* **The problem**
Go through the entries below and tally the lines holding "pptx"; please reply with the number only.

* **Extracted data**
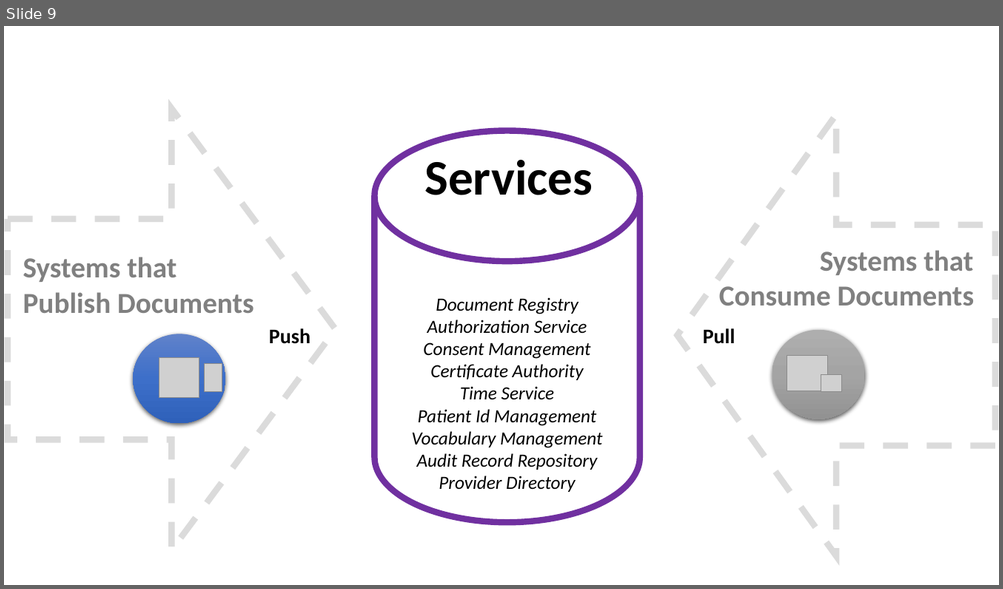
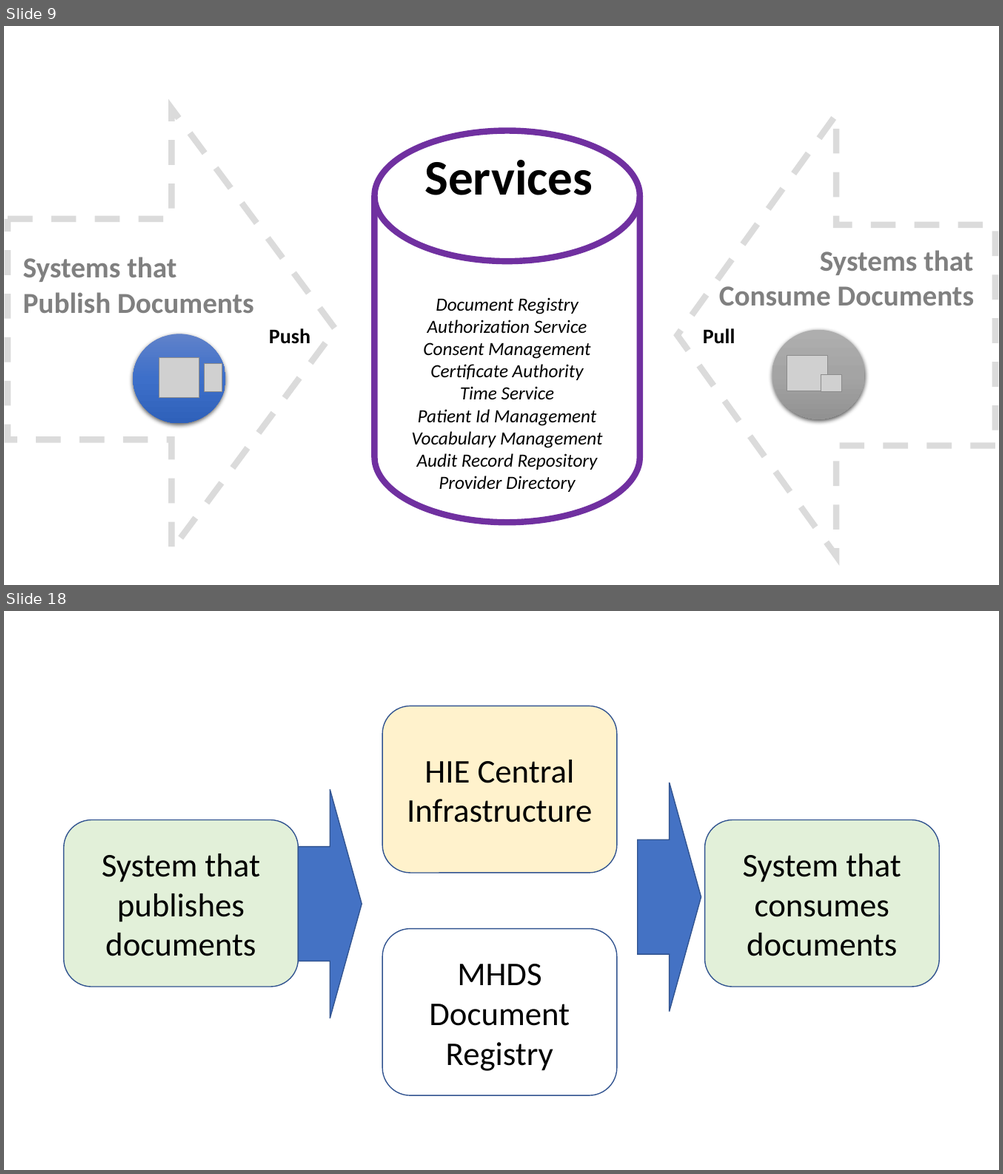
Before and after one commit to IHE/IT-Infrastructure, a slide deck: MHDS/Diagrams.pptx. Shown one above the other, each under a label of ours: slide 9 before the commit, slides 9 and 18 after it; the slides between them are not shown. The pictures are 1003x589 and 1003x1174 pixels, drawn with LibreOffice and Linux fonts; fonts in the diff are those of the drawing; grey boxes stand for pictures. Boxes give left, top, right and bottom in pixels: in the first picture for what was removed or moved away, otherwise in the second. Text is boxed around its words. In the diff, an @@ line names an element or a change of style, - is before the commit and + after.

```diff
--- a/MHDS/Diagrams.pptx
+++ b/MHDS/Diagrams.pptx
@@ slide 18 added at (4, 611, 999, 1170), background #FFFFFF @@
@@ rounded rectangle added at (382, 706, 617, 873), fill #FFF2CC, outline #325491 1 pt, 32 pt, text #000000 @@
+HIE Central Infrastructure
@@ right arrow added at (637, 783, 701, 1011), fill #4472C4, outline #325491 1 pt @@
@@ right arrow added at (298, 789, 361, 1019), fill #4472C4, outline #325491 1 pt @@
@@ rounded rectangle added at (64, 820, 298, 987), fill #E2F0D9, outline #325491 1 pt, 32 pt, text #000000 @@
+System that publishes documents
@@ rounded rectangle added at (705, 820, 939, 987), fill #E2F0D9, outline #325491 1 pt, 32 pt, text #000000 @@
+System that consumes documents
@@ rounded rectangle added at (382, 929, 617, 1096), fill #FFFFFF, outline #325491 1 pt, 32 pt, text #000000 @@
+MHDS Document Registry
```
Also in this commit, not shown: 8 other slides added, 15 other files.

* **Result for this exercise**
3